Thieves whining about thieves. They'll have to excuse me for having exactly zero sympathy.

"It [Anthropic] said DeepSeek's operation involved over 150,000 exchanges". In my humble opinion, a mere 150k exchange for an LLM could only be a benchmarking and not a distillation! I think the US companies should accept that after decades they have rivals surpassing them, just like they did Europeans almost a century ago.

I'll just leave it here: "Anthropic's downloading of over seven million books from pirate sites like LibGen constituted infringement, the judge ruled, rejecting Anthropic's "research purpose" defense: "You can't just bless yourself by saying I have a research purpose and, therefore, go and take any textbook you want."

https://www.joneswalker.com/en/insights/blogs/ai-law-blog/wh...

They trained their AI on their AI. Anthropic trained their AI on a bunch of copyright-protected works. Sucks to suck, Dario!

And all those reports of Claude when asked without a system prompt what its name was in Chinese it often would say Qwen or Deepseek, etc. I'd love Anthropic to say they aren't distilling and taking from every model out there, because I'm sure they are. As my mom would say, "the pot calling the kettle black." At least Alibaba and other Chinese companies are giving back to the AI community with detailed scientific papers on how their systems work and releasing open-weight or opensource models. I believe Anthropic has released nothing, and given that they had originally configured Fable to sabotage ML related work because only they can be trusted to do it safely, is just anti-science and anti-aligned with what I would consider good human values. They are way too sanctimonious and I don't trust them at all.

It sounds like Anthropic is eagerly trying to show to USG that they are willing to heavily monitor ‘foreign adversaries’ on their platforms.

This combined with no implementation of KYC makes it seem like they want to find a middle ground with Fable where its off of export controls but they promise to prevent China and specific others from using.

So said the guys who "extracted" knowledge from all pirated books

If you have openrouter do this little experiment: Go to https://openrouter.ai/chat.
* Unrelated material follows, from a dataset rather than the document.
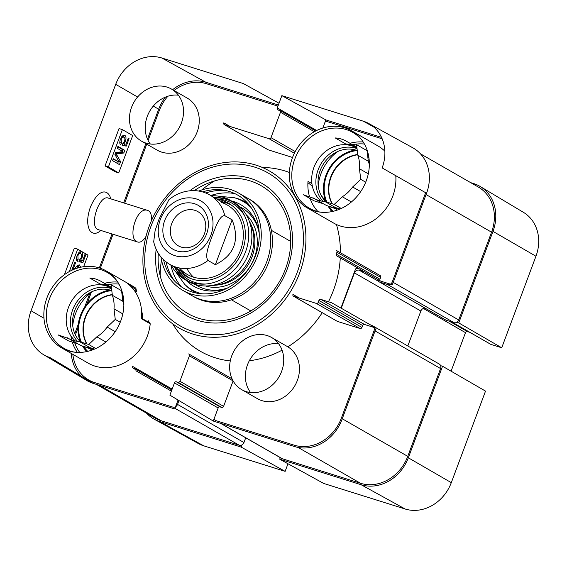 <?xml version="1.0" encoding="UTF-8"?>
<svg xmlns="http://www.w3.org/2000/svg" width="567" height="567" viewBox="0 0 567 567"><rect width="100%" height="100%" fill="white"/><g stroke="black" fill="none" stroke-linecap="round" stroke-linejoin="round"><path stroke-width="0.85" d="M456.811 322.304L458.753 322.914L501.724 347.769L490.816 344.353A1.602 1.382 119.9 0 1 490.583 344.247L451.807 321.985M470.631 182.624L473.714 183.588A40.066 34.63 119.9 0 1 480.143 186.465A40.066 34.63 119.9 0 1 492.978 231.379L458.753 322.914M287.979 463.756L285.137 471.361L241.138 447.087L159.703 421.543A40.066 34.63 119.9 0 1 154.174 419.183A40.066 34.63 119.9 0 1 146.541 413.187M241.138 447.087L241.953 444.897M280.268 457.633L279.694 459.185L323.693 483.453L405.122 508.996A39.194 33.871 -60.1 0 0 451.297 482.652L485.522 391.11L442.551 366.254L408.325 457.789A40.066 34.63 119.9 0 1 361.122 484.728L279.694 459.185M442.551 366.254L440.602 365.644M469.859 332.347L467.371 331.567A1.602 1.382 -60.1 0 0 465.486 332.645L451.077 371.187M154.174 419.183L198.301 443.507A39.194 33.871 -60.1 0 0 203.709 445.818L285.137 471.361M501.724 347.769L535.95 256.234A39.194 33.871 -60.1 0 0 523.391 212.306L480.143 186.465M149.277 226.013A90.585 78.289 119.9 0 1 289.347 188.216A90.585 78.289 119.9 0 1 234.646 334.523A90.585 78.289 119.9 0 1 149.277 226.013M158.299 253.243A73.689 63.688 -60.1 0 0 231.563 318.98A73.689 63.688 -60.1 0 0 287.958 220.761A73.689 63.688 -60.1 0 0 194.247 190.632M151.276 221.066C151.913 215.878 151.013 212.462 148.575 210.811L147.746 210.449C136.406 205.878 126.781 239.721 137.831 242.052C140.616 242.704 143.352 240.784 146.038 236.304M130.793 286.37L135.435 289.035L136.675 291.977A110.182 95.228 119.9 0 1 135.903 288.249L127.157 283.231A44.474 38.436 119.9 0 1 141.481 318.753L150.22 323.771A110.182 95.228 119.9 0 1 148.263 320.716L148.894 322.417L141.537 318.193M311.921 183.616L307.994 181.362A43.673 37.748 -60.1 0 0 309.518 196.671M310.128 198.592A43.673 37.748 -60.1 0 0 318.037 211.647M100.217 284.818A43.673 37.748 119.9 0 1 101.904 284.18M104.519 283.358A43.673 37.748 119.9 0 1 117.745 282.09M75.482 352.277A43.673 37.748 119.9 0 1 63.865 348.258A43.673 37.748 119.9 0 1 49.379 299.022A43.673 37.748 119.9 0 1 107.354 272.507A43.673 37.748 119.9 0 1 116.689 280.516M77.374 352.405A43.673 37.748 119.9 0 1 72.3 342.064M71.697 339.931A43.673 37.748 119.9 0 1 70.889 335.891M148.263 320.716A42.071 36.359 119.9 0 1 148.214 322.021M79.734 352.426A42.071 36.359 119.9 0 1 74.702 342.815M74.043 340.689A42.071 36.359 119.9 0 1 73.703 339.385M72.746 325.855A42.071 36.359 119.9 0 1 92.485 291.473M104.654 285.477A42.071 36.359 119.9 0 1 106.157 285.059M107.092 284.832A42.071 36.359 119.9 0 1 118.957 284.117M133.635 289.581A42.071 36.359 119.9 0 1 136.675 291.977M135.903 288.249A44.474 38.436 -60.1 0 0 132.572 286.066L106.001 270.813A44.474 38.436 119.9 0 1 120.75 320.95A44.474 38.436 119.9 0 1 61.718 347.947A44.474 38.436 119.9 0 1 50.527 290.24A44.474 38.436 119.9 0 1 106.001 270.813M61.718 347.947L88.282 363.199A44.474 38.436 -60.1 0 0 147.321 336.203A44.474 38.436 -60.1 0 0 150.22 323.771M345.686 144.748A43.673 37.748 119.9 0 1 347.373 144.11M349.995 143.288A43.673 37.748 119.9 0 1 363.22 142.019M320.957 212.214A43.673 37.748 119.9 0 1 309.334 208.188A43.673 37.748 119.9 0 1 294.854 158.951A43.673 37.748 119.9 0 1 352.823 132.444A43.673 37.748 119.9 0 1 362.157 140.446M318.215 185.785A42.071 36.359 119.9 0 1 337.953 151.403M350.123 145.407A42.071 36.359 119.9 0 1 351.625 144.989M352.561 144.762A42.071 36.359 119.9 0 1 364.425 144.046M307.186 207.883A44.474 38.436 119.9 0 1 295.995 150.17A44.474 38.436 119.9 0 1 351.476 130.743A44.474 38.436 119.9 0 1 366.225 180.887A44.474 38.436 119.9 0 1 307.186 207.883L333.757 223.136A44.474 38.436 -60.1 0 0 392.789 196.139A44.474 38.436 -60.1 0 0 395.787 175.699M384.858 151.176A44.474 38.436 -60.1 0 0 378.04 145.995L351.476 130.743M111.401 287.327L101.72 281.771A32.858 28.393 119.9 0 0 100.919 281.289L111.401 287.306M122.848 301.318L112.358 295.301L111.082 284.705L121.572 290.729L122.848 301.318A32.858 28.393 119.9 0 1 123.868 304.897M69.018 338.726L58.032 334.856L68.522 340.88L77.807 343.793M122.819 313.891L113.988 308.824L115.264 319.412L120.239 322.269M105.916 342.05L96.829 336.833L88.736 344.488L79.366 341.547L89.855 347.571L94.632 349.066M88.736 344.488L95.795 348.542M115.264 319.412L107.17 327.067L115.221 331.688M100.919 281.289A32.858 28.393 119.9 0 0 89.749 278.014L100.239 284.039A32.858 28.393 119.9 0 1 110.586 286.859M112.358 295.301A32.858 28.393 119.9 0 1 113.988 308.824M107.17 327.067A32.858 28.393 119.9 0 1 96.829 336.833M79.366 341.547A32.858 28.393 119.9 0 1 68.203 338.272A32.858 28.393 119.9 0 1 67.402 337.797M89.855 347.571A32.858 28.393 119.9 0 1 78.685 344.297L68.203 338.272M75.439 341.029A32.05 27.705 119.9 0 1 68.458 307.463A32.05 27.705 119.9 0 1 111.004 288.008A32.05 27.705 119.9 0 1 111.522 288.305M356.87 147.257L347.188 141.7A32.858 28.393 119.9 0 0 346.387 141.218L356.87 147.236M368.316 161.248L357.834 155.23L356.558 144.642L367.047 150.659L368.316 161.248A32.858 28.393 119.9 0 1 369.344 164.827M314.487 198.656L303.501 194.786L313.99 200.81L323.282 203.723M368.288 173.821L359.457 168.753L360.732 179.342L365.708 182.198M351.384 201.98L342.298 196.763L334.204 204.418L324.834 201.476L335.324 207.501L340.101 208.996M334.204 204.418L341.27 208.472M360.732 179.342L352.639 186.997L360.69 191.618M346.387 141.218A32.858 28.393 119.9 0 0 335.225 137.944L345.707 143.968A32.858 28.393 119.9 0 1 356.062 146.789M357.834 155.23A32.858 28.393 119.9 0 1 359.457 168.753M352.639 186.997A32.858 28.393 119.9 0 1 342.298 196.763M324.834 201.476A32.858 28.393 119.9 0 1 313.671 198.202A32.858 28.393 119.9 0 1 312.871 197.727M335.324 207.501A32.858 28.393 119.9 0 1 324.161 204.226L313.671 198.202M320.915 200.959A32.05 27.705 119.9 0 1 313.927 167.393A32.05 27.705 119.9 0 1 356.48 147.937A32.05 27.705 119.9 0 1 356.99 148.242L356.48 147.937M174.402 267.064A45.679 39.477 -60.1 0 0 186.5 280.417M184.899 279.559L188.046 281.367A45.679 39.477 -60.1 0 0 245.022 261.408A45.679 39.477 -60.1 0 0 233.533 202.143L230.386 200.335A45.679 39.477 119.9 0 1 241.882 259.601A45.679 39.477 119.9 0 1 184.899 279.559A45.679 39.477 119.9 0 1 171.255 265.257M231.938 201.285A45.679 39.477 -60.1 0 0 214.305 197.571M226.835 190.788A55.453 47.926 -60.1 0 0 205.708 193M166.124 261.947A55.453 47.926 -60.1 0 0 174.863 281.303M244.257 196.551A56.09 48.479 119.9 0 1 262.273 271.31A56.09 48.479 119.9 0 1 188.627 293.444M181.412 286.852A56.09 48.479 119.9 0 1 170.858 265.023M210.754 195.53A56.09 48.479 119.9 0 1 234.922 193.645M202.525 191.908A53.851 46.544 119.9 0 1 229.564 191.54A53.851 46.544 119.9 0 1 241.996 277.107A53.851 46.544 119.9 0 1 163.572 259.75M177.315 268.737A42.263 36.529 -60.1 0 0 237.523 260.402A42.263 36.529 -60.1 0 0 222.08 200.364A42.263 36.529 -60.1 0 0 217.211 199.244M179.47 267.971A40.066 34.63 -60.1 0 0 236.219 258.821A40.066 34.63 -60.1 0 0 221.265 202.384M231.57 205.261L231.853 205.431A41.986 36.288 -60.1 0 0 231.57 205.261A41.986 36.288 -60.1 0 0 225.297 202.525A41.986 36.288 -60.1 0 0 221.194 201.526M181.291 271.019A41.986 36.288 -60.1 0 0 189.754 278.092A41.986 36.288 -60.1 0 0 190.058 278.262L189.754 278.092M211.952 285.449A41.986 36.288 -60.1 0 0 214.843 285.286A41.986 36.288 -60.1 0 0 250.43 223.313A41.986 36.288 -60.1 0 0 249.111 220.726M186.869 268.467A40.066 34.63 -60.1 0 0 193.496 277.164M214.843 285.286L217.65 285.003A40.066 34.63 -60.1 0 0 251.599 225.872L250.43 223.313M205.474 285.974A41.823 36.146 -60.1 0 0 251.032 264.86A41.823 36.146 -60.1 0 0 246.298 214.865M229.245 203.631A44.871 38.783 -60.1 0 0 227.955 203.489M186.401 275.874A44.871 38.783 -60.1 0 0 187.174 276.909M195.197 284.45A44.871 38.783 -60.1 0 0 227.891 287.823M259.197 233.299A44.871 38.783 -60.1 0 0 239.798 206.757M247.829 203.411A51.767 44.743 -60.1 0 0 238.112 198.804A51.767 44.743 -60.1 0 0 237.07 198.5L234.313 197.713L219.493 196.338M175.954 272.16L184.615 284.273L186.685 286.264A51.767 44.743 -60.1 0 0 196.352 293.075M160.936 256.908A56.09 48.479 -60.1 0 0 182.857 290.396A56.09 48.479 -60.1 0 0 252.832 265.895A56.09 48.479 -60.1 0 0 238.721 193.106A56.09 48.479 -60.1 0 0 198.748 191.058M182.857 290.396L194.049 296.825A56.09 48.479 -60.1 0 0 264.016 272.316A56.09 48.479 -60.1 0 0 249.905 199.534L238.721 193.106M126.285 146.088L129.056 138.66L128.255 138.192L126.023 144.146L123.875 143.89L125.364 141.311C126.342 138.405 126.179 136.427 124.875 135.378L122.812 135.626L120.516 139.064C119.509 141.934 119.552 143.912 120.636 144.982L121.43 143.097L121.203 139.475C121.983 137.554 122.94 136.824 124.067 137.278C125.031 137.965 125.151 139.333 124.435 141.374L122.748 143.706L122.21 145.485L126.285 146.088L124.279 145.457L124.818 144.004M121.43 143.097L119.793 142.579M121.785 136.527L124.067 137.278M122.309 145.166L124.279 145.457M129.056 138.66L128.177 138.383M123.875 143.89L122.933 143.593M123.982 137.235L123.45 135.279M117.617 163.558L118.255 161.85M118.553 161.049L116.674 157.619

Select a few models, but customize them to have an empty system prompt.

Then ask: "你是什么模型?" ("What model are you?" in Mandarin).

My result after trying only three times: Sonnet 4.6 says it's DeepSeek, while Opus 4.8 says it's Qwen. The second time around Sonnet said it was Anthropic Claude.

Are Chinese companies currently complaining about Anthropic distilling their models?

AI companies stole the internet.

They should collaborate and come up with ways to give back to society rather than competing and complaing.

Thieves can't complaint about what they stole.

Pretty much objectively puts you/your company in disadvantage if you’re not using frontier models.